As your built-in cooling system, sweating is necessary. But excessive perspiration isn't, even in the summer. While there's no official
definition of excess, here's a good gauge: If you need a wardrobe change after doing nothing more strenuous than grabbing lunch around the corner, you may want to rethink your stay-dry strategies. For advice, we turned to New York City dermatologist Francesca J. Fusco, M.D.

The basic facts

Most of your body's 2 million to 4 million sweat glands are found on your soles and palms and in your armpits. Fluctuations in temperature, hormones,
and mood cause nerve endings in the skin to activate these glands, and perspiration (the process that regulates heat exchange) follows. You produce sweat, the fluid evaporates, and your skin is cooled.

What to look for

The most common triggers of excessive sweating include:

  • A parent who perspired a lot
    Hyperhidrosis (the medical term for chronic, extreme perspiration) may be genetic.


  • Anxiety
    Feeling stressed out or tense can activate the
    nerve endings that make you perspire.


  • Your period
    Elevated levels of female hormones may
    cause your sweat glands to become primed to pump.

  • Spicy foods
    Chili peppers and hot spices release histamines,
    chemicals that increase blood flow and make your
    body heat up, which brings on noticeable sweating.

Simple solutions

    Relax
    Taking deep, slow breaths when you're anxious can keep the nervous system from triggering sweat production.

  • Dust on body powder
    Soak up wetness with a talc-free formula like Origins Organics Refreshing Body Powder ($23; origins.com), which has a light, clean scent.


  • Use a maximum-strength antiperspirant
    For best results, apply it at night and then again in the morning.
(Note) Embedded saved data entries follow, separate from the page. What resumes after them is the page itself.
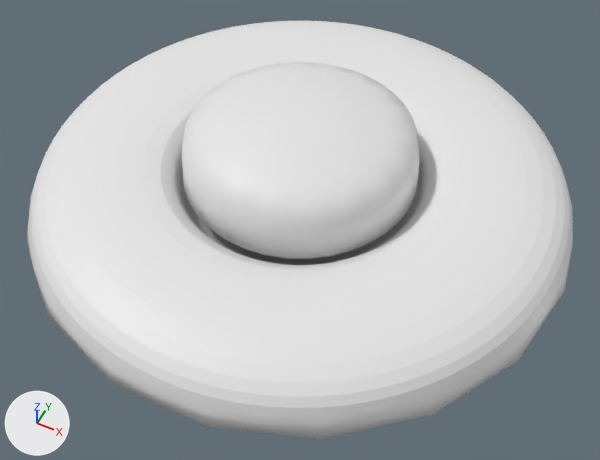
What one commit did to the FBX model Assets/models/Lightswitch/Lichtknop.FBX.
Camera for both pictures: a 50 mm camera at (0.0971, -0.1946, 0.224) aimed at (0.0083, -0.017, 0.0019). Every picture has the same lights, and +X, +Y and +Z are marked at lower left. Where no turn or scale is listed for an object, it has been applied to the vertices.

In view in the first picture: 'knop', 'lichtding'.
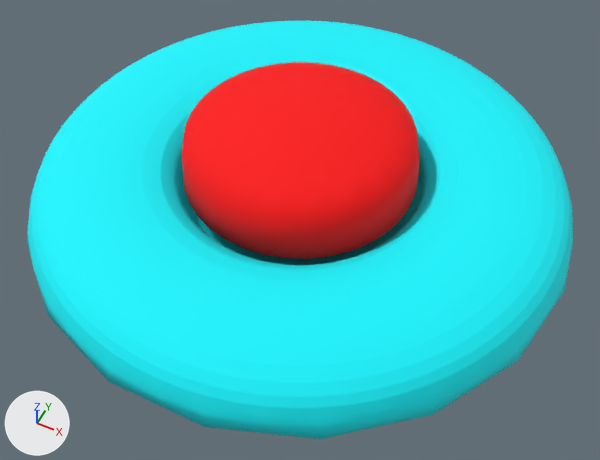
Patch to the scene script:
```diff
--- a/Assets/models/Lightswitch/Lichtknop.FBX.py
+++ b/Assets/models/Lightswitch/Lichtknop.FBX.py
@@ mat_02___default @@
+mat_02___default = principled_material('02 - Default')
+mat_02___default.base_color = (0.0, 0.918, 1.0)  # cyan #00f6ff
+mat_02___default.roughness = 0.859
@@ mat_01___default @@
+mat_01___default = principled_material('01 - Default')
+mat_01___default.base_color = (1.0, 0.0, 0.0)  # red #ff0000
+mat_01___default.roughness = 0.859
@@ me_mesh @@
 me_mesh.from_pydata(...)  # 900 vertices, 1796 faces; spans x -0.1..0.1, y -0.098..0.098, z 0.0..0.02
+me_mesh.materials.append(mat_02___default)  # cyan #00f6ff
@@ me_mesh_001 @@
 me_mesh_001.from_pydata(...)  # 182 vertices, 180 faces; spans x -0.0424..0.0424, y -0.0424..0.0424, z 0.0..0.034
+me_mesh_001.materials.append(mat_01___default)  # red #ff0000
```

Location of each change, (x1, y1, x2, y2) in pixels of the pictures (600 x 460 px):
'lichtding', recoloured (white to cyan)
    both: (27, 21, 573, 439)
'knop', recoloured (white to red)
    both: (182, 62, 420, 259)

Try one that contains aluminum zirconium trichlorohydrex glycine (which blocks pores and inhibits the release of sweat), like Dove Clinical Protection Anti-Perspirant/Deodorant ($8; at drugstores). Until recently, this ingredient was available only in prescription-strength products.

EXPERT STRATEGY
If the soaking won't stop, ask your doctor about Drysol or Xerac AC, prescription antiperspirants with a higher percentage of sweat inhibitors. "Or try Botox," says dermatologist Francesca Fusco, M.D. The injections relax sweat gland—stimulating nerves for up to six months. Go to botoxseveresweating.com for details.

The bottom line You don't have to endure underarm stains just because over-the-counter remedies don't work. Doctor-administered treatments can help.